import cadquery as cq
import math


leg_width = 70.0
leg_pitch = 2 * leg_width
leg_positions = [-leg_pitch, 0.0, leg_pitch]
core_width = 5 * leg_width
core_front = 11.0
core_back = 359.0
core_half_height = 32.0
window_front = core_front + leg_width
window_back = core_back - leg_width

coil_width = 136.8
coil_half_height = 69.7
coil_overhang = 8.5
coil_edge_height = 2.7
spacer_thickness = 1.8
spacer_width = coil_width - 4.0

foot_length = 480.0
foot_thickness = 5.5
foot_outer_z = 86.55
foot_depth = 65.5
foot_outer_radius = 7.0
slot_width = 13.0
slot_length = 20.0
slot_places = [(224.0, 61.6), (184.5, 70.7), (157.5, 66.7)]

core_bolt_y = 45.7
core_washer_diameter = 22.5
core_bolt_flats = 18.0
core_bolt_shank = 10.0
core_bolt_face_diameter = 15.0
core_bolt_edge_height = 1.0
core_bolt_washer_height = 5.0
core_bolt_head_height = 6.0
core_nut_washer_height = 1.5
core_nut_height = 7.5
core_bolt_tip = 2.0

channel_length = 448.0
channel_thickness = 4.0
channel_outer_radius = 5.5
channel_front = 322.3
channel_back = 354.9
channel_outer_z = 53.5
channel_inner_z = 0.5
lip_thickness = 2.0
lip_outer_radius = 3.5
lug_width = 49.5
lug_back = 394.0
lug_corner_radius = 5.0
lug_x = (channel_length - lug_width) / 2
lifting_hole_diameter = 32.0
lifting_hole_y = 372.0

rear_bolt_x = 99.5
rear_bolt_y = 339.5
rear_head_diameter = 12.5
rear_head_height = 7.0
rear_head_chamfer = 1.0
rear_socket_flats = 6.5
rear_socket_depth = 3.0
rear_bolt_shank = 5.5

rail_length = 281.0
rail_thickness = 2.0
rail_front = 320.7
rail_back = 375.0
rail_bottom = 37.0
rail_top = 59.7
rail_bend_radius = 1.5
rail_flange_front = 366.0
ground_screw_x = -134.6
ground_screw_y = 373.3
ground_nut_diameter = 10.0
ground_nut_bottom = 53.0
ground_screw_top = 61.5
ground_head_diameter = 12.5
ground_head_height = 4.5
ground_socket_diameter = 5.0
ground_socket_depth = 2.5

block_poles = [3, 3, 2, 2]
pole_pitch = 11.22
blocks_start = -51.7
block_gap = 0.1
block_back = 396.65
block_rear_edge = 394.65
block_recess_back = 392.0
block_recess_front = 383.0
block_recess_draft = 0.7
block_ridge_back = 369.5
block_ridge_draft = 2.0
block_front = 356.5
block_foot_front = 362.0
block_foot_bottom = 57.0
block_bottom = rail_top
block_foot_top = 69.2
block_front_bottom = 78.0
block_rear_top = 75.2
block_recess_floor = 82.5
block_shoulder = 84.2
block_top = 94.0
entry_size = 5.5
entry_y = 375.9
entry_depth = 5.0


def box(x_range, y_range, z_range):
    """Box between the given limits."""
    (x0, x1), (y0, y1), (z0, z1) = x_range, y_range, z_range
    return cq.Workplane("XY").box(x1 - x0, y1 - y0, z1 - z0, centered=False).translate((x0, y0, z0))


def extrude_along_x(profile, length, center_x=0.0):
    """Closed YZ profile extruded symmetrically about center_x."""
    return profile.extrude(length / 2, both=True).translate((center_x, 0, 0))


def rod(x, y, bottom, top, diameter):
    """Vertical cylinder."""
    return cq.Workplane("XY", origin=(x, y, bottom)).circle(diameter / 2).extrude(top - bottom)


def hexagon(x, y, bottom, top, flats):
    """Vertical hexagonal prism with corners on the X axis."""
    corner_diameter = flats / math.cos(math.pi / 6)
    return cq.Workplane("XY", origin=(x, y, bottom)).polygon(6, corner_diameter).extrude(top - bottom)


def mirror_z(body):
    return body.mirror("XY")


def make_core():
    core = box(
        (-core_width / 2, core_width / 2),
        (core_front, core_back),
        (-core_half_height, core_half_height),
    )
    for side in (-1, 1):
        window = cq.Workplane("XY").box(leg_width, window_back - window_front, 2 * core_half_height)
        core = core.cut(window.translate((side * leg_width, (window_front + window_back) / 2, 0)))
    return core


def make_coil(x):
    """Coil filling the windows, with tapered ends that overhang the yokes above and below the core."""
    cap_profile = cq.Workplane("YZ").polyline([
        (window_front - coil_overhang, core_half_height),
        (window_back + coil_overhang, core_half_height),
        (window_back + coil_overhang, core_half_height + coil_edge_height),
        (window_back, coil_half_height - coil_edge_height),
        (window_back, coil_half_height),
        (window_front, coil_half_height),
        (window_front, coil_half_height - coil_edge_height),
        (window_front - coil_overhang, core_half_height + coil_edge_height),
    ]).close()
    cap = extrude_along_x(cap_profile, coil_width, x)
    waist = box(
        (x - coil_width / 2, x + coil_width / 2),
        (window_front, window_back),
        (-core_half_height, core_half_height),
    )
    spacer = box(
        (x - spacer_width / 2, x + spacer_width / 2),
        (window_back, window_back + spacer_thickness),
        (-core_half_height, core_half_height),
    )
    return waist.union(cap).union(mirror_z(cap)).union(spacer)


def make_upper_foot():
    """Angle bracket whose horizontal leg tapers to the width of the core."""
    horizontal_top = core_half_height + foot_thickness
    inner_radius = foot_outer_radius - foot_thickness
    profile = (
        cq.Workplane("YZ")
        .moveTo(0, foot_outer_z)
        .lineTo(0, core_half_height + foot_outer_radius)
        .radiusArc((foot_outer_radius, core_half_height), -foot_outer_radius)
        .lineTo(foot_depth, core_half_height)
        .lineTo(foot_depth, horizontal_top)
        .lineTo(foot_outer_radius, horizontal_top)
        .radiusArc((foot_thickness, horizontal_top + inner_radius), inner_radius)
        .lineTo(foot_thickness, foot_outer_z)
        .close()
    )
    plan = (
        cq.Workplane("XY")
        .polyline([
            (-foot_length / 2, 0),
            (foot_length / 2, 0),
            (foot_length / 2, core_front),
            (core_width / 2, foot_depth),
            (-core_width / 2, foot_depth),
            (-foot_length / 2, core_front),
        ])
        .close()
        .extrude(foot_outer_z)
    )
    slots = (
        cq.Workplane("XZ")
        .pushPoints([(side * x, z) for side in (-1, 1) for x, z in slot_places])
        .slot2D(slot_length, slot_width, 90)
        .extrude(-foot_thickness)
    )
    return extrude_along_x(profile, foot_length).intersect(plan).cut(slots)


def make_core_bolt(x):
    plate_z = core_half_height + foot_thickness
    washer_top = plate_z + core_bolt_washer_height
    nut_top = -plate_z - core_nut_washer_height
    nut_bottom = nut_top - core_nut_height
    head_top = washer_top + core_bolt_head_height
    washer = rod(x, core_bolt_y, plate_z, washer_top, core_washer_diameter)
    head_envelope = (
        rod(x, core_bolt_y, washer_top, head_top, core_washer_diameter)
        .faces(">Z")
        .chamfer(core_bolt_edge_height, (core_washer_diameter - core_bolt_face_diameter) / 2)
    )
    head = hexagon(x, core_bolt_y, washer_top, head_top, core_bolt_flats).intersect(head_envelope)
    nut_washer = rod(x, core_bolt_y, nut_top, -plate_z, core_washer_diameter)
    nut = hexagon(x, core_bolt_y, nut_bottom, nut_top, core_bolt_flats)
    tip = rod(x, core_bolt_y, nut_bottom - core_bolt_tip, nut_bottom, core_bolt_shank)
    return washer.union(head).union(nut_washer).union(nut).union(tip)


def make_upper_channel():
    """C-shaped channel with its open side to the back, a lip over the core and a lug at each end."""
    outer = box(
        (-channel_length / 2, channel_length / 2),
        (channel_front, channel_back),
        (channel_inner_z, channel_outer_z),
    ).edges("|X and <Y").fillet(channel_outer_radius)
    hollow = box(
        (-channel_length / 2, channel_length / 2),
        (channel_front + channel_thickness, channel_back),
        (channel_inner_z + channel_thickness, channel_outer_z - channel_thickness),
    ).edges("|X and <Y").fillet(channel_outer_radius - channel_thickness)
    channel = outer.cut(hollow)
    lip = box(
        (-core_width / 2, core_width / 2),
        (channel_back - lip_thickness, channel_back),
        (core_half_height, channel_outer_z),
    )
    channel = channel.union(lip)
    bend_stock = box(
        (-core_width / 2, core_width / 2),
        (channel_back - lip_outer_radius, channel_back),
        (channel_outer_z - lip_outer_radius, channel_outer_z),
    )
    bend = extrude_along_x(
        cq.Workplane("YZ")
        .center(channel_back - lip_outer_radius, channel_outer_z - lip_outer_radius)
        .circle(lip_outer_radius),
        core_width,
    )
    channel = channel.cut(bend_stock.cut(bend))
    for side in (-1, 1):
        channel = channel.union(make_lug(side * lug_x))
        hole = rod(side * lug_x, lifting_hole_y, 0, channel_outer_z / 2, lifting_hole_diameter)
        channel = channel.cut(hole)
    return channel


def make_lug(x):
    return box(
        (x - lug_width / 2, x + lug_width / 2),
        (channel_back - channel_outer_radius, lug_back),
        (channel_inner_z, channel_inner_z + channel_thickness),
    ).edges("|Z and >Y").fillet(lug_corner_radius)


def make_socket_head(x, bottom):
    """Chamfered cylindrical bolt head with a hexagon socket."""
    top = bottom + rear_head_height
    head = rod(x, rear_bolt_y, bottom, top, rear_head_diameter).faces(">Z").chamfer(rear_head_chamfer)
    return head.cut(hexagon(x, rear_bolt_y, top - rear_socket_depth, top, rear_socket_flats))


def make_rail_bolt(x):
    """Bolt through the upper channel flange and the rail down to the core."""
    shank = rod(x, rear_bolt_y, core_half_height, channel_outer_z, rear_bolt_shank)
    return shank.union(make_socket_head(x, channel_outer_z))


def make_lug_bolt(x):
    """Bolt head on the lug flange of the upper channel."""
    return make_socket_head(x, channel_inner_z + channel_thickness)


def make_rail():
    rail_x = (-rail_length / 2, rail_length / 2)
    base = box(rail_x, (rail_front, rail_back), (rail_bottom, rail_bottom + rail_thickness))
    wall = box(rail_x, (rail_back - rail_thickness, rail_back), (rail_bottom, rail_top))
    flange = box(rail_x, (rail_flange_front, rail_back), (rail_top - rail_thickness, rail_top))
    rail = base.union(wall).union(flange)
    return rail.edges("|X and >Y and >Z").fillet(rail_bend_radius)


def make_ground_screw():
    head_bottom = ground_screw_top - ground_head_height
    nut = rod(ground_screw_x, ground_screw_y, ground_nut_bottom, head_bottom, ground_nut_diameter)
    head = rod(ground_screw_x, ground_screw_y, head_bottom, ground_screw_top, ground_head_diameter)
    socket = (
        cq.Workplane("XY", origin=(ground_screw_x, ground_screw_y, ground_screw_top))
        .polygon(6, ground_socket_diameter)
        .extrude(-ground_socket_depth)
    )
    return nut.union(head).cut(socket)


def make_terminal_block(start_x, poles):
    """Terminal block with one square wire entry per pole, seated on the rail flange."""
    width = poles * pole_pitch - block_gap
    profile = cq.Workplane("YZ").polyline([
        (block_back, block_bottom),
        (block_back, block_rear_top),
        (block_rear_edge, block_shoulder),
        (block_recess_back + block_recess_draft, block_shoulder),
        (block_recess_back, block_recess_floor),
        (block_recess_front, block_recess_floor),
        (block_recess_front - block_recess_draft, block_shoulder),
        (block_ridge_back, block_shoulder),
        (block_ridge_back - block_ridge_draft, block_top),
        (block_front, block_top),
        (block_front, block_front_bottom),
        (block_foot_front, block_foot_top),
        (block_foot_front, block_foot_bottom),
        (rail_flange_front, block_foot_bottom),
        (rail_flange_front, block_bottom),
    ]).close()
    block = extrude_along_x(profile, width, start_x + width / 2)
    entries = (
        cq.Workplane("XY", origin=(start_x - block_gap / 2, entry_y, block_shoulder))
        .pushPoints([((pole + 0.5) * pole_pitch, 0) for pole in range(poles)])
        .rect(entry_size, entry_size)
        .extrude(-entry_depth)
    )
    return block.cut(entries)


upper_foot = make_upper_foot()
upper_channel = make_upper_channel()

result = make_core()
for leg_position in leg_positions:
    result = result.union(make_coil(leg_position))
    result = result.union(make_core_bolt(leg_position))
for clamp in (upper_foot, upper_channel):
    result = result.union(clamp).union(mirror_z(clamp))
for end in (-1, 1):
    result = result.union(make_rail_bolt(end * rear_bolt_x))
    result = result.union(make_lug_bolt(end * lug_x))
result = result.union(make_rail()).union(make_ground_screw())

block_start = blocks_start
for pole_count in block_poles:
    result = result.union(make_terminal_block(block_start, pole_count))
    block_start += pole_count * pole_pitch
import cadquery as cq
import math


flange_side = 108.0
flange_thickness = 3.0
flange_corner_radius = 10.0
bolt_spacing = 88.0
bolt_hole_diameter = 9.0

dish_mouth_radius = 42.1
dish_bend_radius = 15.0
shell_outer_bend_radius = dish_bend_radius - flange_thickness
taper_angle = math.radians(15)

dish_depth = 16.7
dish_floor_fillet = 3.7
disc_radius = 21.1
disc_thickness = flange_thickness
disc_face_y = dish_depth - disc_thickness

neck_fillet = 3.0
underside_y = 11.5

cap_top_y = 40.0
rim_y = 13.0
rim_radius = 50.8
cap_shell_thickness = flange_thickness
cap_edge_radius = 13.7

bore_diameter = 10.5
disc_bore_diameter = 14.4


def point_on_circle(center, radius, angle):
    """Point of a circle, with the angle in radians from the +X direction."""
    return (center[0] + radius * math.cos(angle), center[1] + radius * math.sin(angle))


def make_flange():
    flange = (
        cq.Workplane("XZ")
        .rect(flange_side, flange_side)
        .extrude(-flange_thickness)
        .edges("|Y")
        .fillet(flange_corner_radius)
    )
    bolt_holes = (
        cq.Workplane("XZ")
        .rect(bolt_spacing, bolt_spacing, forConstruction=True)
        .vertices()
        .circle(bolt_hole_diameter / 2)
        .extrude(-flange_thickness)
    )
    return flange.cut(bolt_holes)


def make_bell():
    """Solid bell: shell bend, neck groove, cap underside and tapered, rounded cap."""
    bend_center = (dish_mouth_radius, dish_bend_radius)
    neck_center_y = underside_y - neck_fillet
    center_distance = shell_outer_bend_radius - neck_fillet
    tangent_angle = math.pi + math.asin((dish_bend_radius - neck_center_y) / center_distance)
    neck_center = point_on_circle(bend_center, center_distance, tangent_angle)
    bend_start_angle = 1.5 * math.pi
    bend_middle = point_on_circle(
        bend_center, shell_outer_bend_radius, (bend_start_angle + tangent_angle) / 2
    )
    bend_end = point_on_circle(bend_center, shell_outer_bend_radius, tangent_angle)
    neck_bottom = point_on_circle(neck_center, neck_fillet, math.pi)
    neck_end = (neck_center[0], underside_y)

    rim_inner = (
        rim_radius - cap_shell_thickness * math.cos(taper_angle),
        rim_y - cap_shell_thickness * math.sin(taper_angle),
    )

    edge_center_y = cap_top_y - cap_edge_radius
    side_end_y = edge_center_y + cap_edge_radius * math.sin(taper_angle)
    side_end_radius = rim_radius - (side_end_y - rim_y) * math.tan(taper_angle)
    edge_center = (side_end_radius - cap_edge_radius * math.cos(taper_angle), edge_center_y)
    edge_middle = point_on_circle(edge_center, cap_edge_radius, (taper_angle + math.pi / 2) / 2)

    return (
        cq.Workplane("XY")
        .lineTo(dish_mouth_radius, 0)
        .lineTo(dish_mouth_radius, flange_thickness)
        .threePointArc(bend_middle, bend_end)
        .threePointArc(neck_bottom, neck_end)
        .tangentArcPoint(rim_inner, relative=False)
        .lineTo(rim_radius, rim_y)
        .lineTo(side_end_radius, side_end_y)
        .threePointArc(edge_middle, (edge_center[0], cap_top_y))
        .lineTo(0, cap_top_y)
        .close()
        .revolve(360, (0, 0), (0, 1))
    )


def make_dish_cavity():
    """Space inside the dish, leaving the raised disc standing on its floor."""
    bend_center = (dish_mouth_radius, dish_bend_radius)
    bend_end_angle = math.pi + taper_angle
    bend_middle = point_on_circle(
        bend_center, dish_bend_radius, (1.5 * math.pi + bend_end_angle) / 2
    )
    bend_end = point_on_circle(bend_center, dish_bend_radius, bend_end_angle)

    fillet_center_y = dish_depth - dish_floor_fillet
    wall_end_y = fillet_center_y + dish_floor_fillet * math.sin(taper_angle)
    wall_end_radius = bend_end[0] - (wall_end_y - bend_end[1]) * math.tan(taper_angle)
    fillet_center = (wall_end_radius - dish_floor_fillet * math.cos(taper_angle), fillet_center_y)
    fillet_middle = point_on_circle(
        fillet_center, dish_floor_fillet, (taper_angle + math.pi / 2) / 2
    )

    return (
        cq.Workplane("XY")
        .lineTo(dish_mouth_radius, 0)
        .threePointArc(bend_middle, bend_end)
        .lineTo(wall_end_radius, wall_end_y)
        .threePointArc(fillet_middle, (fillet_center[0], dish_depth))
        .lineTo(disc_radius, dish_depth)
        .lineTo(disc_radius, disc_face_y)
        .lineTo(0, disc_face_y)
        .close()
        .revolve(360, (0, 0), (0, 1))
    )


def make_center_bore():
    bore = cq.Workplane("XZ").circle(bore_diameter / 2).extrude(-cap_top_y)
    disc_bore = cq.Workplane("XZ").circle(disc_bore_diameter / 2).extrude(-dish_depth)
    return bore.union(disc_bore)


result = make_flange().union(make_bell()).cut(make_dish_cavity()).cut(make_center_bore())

-=-=-=-=-

- [Exercise aim]: Among the lines of the data, identify those with the word "False". Copy each of them.

- [Answer for the task]:
    return cq.Workplane("XY").box(x1 - x0, y1 - y0, z1 - z0, centered=False).translate((x0, y0, z0))
        .tangentArcPoint(rim_inner, relative=False)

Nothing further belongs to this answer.